Explainable AI for Water Quality Monitoring: A Systematic Review of Transparency, Interpretability, and Trust
Ibraheem Adebayo Aderemi, Temitope Olubanjo Kehinde, Ugochukwu Daniel Okwor, Khalid Hussain Ahmad, Kofi Yeboah Adjei, Chijioke Cyriacus Ekechi
Abstract
Water quality monitoring is essential for protecting public health, sustaining ecosystems, and achieving Sustainable Development Goal 6 (Clean Water and Sanitation). While recent advances in Artificial Intelligence (AI), particularly Machine Learning (ML), have improved the accuracy and responsiveness of water quality assessment, the opaque “black-box” nature of many AI models limits transparency, stakeholder trust, and regulatory compliance. Explainable AI (XAI) offers a viable solution by enabling human-understandable insights into model behaviour.

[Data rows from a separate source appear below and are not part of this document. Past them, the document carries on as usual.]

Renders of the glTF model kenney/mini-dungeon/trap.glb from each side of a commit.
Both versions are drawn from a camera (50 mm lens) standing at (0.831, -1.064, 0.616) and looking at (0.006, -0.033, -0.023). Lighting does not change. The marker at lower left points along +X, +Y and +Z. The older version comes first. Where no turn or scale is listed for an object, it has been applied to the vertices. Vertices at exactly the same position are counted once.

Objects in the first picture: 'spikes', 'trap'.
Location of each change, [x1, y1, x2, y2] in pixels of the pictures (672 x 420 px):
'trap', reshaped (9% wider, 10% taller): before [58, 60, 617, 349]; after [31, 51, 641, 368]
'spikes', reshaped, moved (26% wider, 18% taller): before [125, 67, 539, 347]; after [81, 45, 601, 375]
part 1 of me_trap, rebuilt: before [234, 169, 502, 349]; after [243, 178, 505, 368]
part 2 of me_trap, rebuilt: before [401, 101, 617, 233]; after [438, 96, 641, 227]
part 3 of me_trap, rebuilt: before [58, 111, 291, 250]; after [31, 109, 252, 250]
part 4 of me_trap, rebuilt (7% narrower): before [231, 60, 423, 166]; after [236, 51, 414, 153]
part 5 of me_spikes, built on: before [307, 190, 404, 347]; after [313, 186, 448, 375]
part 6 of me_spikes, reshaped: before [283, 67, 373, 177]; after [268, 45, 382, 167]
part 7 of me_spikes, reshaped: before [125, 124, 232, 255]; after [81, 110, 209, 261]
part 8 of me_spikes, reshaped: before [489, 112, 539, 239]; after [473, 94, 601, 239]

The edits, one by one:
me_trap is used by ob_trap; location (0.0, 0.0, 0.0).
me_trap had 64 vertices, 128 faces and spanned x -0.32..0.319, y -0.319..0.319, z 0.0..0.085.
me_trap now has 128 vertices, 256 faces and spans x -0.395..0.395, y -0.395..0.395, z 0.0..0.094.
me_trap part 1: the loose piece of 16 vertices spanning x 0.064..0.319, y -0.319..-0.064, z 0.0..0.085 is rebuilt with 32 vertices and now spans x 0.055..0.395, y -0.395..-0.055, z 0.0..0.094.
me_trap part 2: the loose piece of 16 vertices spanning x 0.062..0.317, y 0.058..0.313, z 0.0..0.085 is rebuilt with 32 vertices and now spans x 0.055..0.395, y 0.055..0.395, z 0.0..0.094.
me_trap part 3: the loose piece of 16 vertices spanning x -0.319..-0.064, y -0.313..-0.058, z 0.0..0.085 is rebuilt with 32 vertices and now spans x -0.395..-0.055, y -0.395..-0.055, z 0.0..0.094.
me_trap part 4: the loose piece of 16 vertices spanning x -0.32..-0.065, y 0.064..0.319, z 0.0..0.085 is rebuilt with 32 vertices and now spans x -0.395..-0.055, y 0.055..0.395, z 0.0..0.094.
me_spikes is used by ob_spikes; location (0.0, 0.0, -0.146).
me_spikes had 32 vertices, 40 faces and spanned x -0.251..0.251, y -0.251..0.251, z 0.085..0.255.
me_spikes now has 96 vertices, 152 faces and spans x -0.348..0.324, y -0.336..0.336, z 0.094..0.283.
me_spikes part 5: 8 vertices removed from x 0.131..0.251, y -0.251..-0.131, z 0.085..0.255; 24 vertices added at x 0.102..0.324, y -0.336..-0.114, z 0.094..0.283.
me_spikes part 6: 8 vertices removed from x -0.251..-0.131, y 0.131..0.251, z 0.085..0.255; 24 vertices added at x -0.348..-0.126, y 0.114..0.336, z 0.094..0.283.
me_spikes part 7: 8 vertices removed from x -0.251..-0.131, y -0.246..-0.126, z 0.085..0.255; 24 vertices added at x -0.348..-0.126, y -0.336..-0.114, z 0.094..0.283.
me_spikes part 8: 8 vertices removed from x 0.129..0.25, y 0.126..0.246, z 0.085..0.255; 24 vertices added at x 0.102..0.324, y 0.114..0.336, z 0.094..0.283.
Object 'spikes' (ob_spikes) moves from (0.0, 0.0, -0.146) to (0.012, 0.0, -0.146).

This paper presents a PRISMA-guided systematic review of 60 peer-reviewed articles (2011–2025), sourced from Scopus, to evaluate the evolution, application, and effectiveness of XAI in water quality monitoring. Key techniques such as SHapley Additive exPlanations (SHAP), Local Interpretable Model-agnostic Explanations (LIME), and counterfactual reasoning have been applied across Random Forest, XGBoost, and LSTM models. Results indicate a surge in XAI adoption post-2022, with dominant use cases in groundwater prediction, surface water quality forecasting, and real-time monitoring in IoT-enabled smart cities. While SHAP remains the most widely used method, multimodal and hybrid frameworks are emerging to address challenges such as data heterogeneity and model complexity. The review identifies persistent barriers including computational scalability, lack of standardized evaluation metrics, and limited deployment in low-resource settings. It proposes future research directions for integrating XAI with digital twins, causal inference, and edge computing to achieve robust, transparent, and equitable water management systems.